- Nationality: American

= Sam Parriott =

American drag racer

Sam Parriott is an American drag racer.

Driving a Cadillac-powered Kurtis-Kraft sports cars named City of Industry (variously a 1953 or 1963 Kurtis), Parriott won several NHRA national gasser titles.

In his 1953 Cadillac V8-powered Kurtis-Kraft 500S sports car, he took A/SP (A Production) at Oklahoma City, Oklahoma in 1958 (with a pass of 12.17 seconds at 122.44 mph), AM/SP (A Modified Production) at Detroit Dragway in 1960 (with a pass of 12.29 seconds at 130.62 mph), and at Indianapolis Raceway Park in 1961 (with a pass of 11.91 seconds at 128.20 mph) and 1962 (with a pass of 12.53 seconds at 111.80 mph).

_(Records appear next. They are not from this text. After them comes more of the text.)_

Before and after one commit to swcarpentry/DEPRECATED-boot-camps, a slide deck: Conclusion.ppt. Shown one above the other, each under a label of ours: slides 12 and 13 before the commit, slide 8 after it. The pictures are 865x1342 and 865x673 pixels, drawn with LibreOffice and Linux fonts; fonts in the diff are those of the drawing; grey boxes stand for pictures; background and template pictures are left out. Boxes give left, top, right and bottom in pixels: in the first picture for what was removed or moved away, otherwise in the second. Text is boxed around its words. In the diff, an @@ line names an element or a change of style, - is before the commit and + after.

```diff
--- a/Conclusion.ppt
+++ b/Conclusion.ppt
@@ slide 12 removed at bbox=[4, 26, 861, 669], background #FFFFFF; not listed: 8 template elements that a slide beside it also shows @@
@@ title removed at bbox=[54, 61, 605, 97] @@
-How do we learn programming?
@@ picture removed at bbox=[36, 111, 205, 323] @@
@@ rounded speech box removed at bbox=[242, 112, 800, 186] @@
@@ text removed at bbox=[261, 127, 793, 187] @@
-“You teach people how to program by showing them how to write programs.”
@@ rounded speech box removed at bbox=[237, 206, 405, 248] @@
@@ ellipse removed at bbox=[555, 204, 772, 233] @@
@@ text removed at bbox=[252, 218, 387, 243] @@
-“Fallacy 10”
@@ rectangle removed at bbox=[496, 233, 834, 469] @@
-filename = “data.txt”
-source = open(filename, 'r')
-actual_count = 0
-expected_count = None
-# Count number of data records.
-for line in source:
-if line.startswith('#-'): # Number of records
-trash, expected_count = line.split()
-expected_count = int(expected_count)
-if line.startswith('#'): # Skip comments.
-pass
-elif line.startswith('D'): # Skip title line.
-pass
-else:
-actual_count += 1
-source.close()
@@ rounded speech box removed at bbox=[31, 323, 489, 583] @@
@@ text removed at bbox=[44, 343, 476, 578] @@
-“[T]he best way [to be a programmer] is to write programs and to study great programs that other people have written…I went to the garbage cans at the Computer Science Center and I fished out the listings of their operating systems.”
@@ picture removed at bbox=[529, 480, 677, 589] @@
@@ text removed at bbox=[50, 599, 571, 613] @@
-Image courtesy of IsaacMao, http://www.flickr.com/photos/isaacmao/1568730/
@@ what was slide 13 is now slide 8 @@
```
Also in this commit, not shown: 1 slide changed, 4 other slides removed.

In his second car, a 1962 Kurtis-Kraft Aguila, powered by a supercharged big block Ford FE engine, Parriott won the national AAM/SP (A Modified Production supercharged) title at Indianapolis Raceway Park in 1964 with a 10.62/132.93 mph pass.

==Sources==
- Davis, Larry. Gasser Wars, North Branch, MN: Cartech, 2003, pp. 180–8.